Copy each line of the material beneath that holds the word "result".

________________________

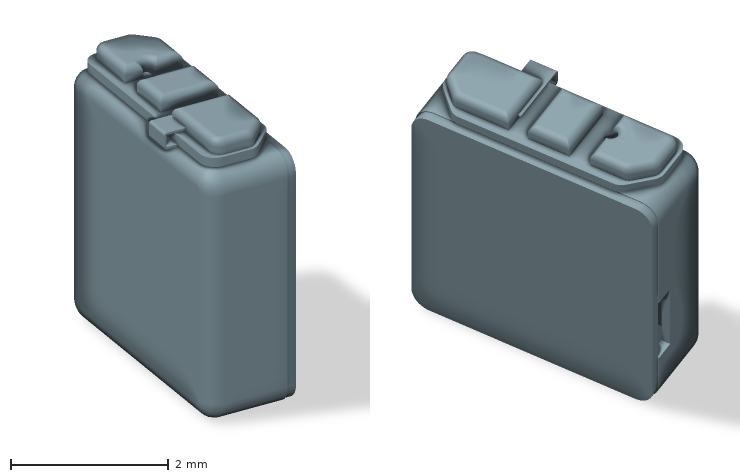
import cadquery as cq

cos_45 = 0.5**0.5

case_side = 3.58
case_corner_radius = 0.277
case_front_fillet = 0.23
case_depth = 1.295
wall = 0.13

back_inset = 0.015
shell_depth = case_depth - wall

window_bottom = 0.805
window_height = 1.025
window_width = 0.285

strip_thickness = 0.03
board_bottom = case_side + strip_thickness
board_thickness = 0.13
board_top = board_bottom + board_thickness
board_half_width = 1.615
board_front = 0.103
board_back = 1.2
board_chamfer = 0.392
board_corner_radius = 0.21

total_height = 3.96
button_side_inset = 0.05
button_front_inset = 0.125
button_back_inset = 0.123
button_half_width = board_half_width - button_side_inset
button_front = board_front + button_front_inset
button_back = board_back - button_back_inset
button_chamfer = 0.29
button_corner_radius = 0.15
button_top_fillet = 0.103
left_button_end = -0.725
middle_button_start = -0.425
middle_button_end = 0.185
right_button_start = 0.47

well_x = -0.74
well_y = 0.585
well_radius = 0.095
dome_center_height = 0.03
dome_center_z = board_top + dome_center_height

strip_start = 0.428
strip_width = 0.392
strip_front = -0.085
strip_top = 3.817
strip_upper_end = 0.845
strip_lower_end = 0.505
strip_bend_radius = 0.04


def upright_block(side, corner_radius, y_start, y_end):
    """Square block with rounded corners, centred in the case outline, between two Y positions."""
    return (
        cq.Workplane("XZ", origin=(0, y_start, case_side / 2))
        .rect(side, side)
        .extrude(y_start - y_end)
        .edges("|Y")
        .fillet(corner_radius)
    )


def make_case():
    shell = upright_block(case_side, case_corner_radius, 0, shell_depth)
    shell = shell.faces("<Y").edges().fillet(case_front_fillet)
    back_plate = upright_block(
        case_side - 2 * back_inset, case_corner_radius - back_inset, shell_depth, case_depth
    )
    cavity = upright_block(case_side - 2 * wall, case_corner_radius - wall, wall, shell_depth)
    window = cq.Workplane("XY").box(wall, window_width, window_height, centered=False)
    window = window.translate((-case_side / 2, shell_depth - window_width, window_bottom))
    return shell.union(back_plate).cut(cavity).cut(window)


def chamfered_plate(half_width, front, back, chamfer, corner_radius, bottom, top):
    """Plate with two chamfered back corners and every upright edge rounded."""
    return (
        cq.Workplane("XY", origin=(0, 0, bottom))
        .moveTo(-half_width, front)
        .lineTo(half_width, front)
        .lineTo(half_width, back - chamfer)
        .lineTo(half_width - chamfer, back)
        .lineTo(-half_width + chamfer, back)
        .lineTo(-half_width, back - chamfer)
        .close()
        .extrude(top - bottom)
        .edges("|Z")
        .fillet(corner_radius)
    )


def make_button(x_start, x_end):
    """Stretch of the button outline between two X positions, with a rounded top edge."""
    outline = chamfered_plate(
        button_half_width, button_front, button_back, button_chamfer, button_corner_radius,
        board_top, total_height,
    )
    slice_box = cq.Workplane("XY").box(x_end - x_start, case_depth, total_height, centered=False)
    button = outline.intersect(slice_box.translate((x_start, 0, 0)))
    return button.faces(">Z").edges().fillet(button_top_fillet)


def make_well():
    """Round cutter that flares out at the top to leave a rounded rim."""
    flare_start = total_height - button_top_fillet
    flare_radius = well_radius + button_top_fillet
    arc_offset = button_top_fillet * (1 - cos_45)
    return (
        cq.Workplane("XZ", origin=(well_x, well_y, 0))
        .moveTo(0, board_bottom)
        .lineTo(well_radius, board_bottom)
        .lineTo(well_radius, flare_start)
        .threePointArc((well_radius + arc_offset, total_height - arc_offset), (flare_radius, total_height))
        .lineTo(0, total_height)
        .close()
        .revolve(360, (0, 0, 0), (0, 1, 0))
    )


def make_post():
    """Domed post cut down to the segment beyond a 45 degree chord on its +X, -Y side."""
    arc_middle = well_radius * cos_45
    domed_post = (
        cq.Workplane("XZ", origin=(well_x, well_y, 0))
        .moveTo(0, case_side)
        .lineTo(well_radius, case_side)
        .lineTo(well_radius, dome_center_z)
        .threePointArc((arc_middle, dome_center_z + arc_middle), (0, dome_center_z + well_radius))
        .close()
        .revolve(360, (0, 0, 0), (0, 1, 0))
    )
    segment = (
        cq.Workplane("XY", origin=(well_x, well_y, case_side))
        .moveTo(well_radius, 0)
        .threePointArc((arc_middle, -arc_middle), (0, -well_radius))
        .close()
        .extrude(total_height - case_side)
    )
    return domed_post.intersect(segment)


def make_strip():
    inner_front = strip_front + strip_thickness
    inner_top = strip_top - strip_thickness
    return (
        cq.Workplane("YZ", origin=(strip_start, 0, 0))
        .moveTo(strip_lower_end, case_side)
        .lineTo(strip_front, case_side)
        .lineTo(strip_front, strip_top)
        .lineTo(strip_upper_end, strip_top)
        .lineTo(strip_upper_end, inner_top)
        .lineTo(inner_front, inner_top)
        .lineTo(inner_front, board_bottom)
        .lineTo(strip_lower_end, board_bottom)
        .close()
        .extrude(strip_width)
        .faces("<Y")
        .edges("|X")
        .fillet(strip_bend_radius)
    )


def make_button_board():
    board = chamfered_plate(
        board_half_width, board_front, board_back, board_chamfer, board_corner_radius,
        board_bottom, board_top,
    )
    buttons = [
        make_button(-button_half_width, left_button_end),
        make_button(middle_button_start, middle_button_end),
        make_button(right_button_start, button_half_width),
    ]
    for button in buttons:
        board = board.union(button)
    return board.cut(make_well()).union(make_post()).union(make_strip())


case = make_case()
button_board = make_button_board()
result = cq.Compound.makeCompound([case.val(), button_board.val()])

________________________

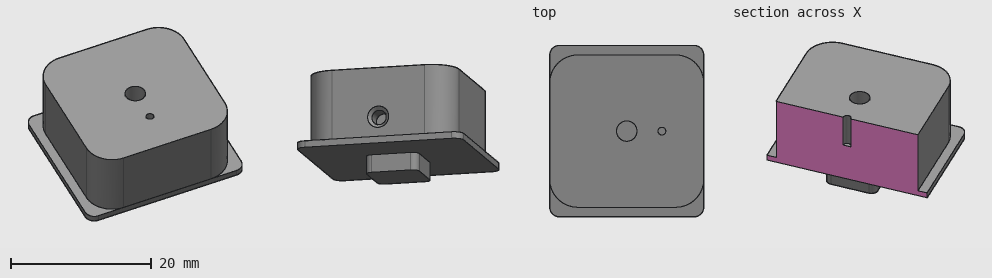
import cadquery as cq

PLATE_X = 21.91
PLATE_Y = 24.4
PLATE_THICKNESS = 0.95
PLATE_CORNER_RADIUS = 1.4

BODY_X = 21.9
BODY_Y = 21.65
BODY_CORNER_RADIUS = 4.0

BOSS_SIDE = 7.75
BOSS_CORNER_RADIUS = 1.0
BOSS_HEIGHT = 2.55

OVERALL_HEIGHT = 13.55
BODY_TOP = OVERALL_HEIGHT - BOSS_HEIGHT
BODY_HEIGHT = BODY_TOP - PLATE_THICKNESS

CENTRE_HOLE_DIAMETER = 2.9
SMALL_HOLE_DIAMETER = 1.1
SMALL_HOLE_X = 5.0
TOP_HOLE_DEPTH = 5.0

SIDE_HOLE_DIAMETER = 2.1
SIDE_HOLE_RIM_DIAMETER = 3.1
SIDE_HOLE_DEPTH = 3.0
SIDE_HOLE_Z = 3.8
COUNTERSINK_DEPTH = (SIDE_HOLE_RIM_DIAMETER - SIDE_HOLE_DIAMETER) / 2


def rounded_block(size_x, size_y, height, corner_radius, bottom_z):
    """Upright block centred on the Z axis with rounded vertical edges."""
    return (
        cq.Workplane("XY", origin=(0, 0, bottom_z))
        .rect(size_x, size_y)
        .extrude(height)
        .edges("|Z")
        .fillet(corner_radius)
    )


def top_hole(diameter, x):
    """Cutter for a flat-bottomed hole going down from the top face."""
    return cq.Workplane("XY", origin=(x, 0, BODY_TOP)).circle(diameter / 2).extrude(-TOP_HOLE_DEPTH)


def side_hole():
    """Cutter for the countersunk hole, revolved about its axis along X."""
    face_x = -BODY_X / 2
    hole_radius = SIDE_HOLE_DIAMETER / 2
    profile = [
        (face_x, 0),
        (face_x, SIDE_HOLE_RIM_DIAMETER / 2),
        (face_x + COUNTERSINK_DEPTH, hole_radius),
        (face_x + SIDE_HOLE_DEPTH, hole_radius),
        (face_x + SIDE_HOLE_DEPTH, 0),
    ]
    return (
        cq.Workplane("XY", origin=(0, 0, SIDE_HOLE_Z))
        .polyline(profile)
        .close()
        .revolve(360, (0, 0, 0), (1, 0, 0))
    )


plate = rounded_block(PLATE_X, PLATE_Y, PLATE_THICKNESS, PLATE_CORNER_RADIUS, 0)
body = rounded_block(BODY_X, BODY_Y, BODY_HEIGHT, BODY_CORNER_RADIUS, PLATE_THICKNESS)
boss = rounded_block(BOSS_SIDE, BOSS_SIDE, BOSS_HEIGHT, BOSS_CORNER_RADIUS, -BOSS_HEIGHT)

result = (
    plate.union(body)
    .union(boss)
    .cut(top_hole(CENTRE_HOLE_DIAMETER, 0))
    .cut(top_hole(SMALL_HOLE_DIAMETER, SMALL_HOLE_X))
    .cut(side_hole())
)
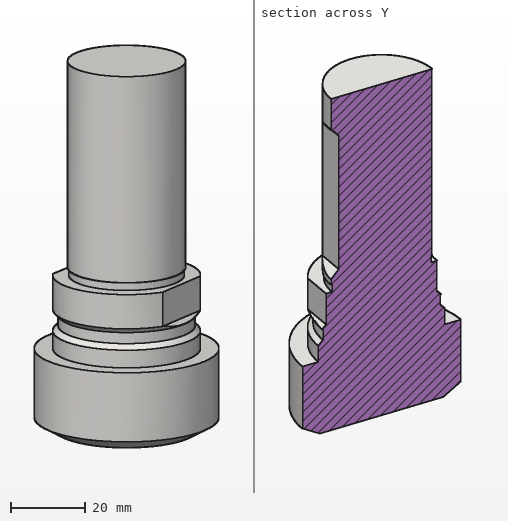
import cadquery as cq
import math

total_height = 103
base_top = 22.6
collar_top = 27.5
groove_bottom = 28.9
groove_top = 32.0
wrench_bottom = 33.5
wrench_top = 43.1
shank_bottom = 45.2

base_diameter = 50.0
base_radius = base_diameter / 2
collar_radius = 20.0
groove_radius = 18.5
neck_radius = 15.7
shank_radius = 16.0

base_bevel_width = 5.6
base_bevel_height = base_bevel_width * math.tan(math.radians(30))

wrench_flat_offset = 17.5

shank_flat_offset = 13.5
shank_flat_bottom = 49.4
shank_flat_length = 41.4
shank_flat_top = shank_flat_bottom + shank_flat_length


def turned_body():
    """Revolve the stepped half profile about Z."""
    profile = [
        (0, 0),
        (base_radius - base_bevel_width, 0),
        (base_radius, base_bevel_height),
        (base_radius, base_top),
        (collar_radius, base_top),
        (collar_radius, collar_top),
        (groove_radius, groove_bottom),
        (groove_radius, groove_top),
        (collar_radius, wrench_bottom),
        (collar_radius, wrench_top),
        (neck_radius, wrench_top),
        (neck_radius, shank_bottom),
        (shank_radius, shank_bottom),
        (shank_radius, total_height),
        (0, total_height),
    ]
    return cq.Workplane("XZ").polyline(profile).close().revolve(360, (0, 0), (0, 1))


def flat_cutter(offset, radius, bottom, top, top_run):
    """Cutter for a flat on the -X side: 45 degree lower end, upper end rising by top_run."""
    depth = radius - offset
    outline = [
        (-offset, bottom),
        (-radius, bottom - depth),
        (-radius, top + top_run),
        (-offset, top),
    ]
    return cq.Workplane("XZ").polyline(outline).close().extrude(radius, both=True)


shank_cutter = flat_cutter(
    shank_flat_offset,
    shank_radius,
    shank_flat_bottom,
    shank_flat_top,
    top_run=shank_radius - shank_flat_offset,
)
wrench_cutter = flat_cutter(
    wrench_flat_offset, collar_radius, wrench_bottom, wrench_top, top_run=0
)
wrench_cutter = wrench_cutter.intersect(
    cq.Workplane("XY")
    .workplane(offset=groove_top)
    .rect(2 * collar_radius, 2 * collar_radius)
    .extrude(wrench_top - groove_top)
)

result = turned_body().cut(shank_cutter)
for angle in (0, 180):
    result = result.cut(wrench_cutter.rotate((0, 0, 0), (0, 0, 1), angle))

________________________

◆ TASK OUTPUT ◆
result = cq.Compound.makeCompound([case.val(), button_board.val()])
result = (
result = turned_body().cut(shank_cutter)
    result = result.cut(wrench_cutter.rotate((0, 0, 0), (0, 0, 1), angle))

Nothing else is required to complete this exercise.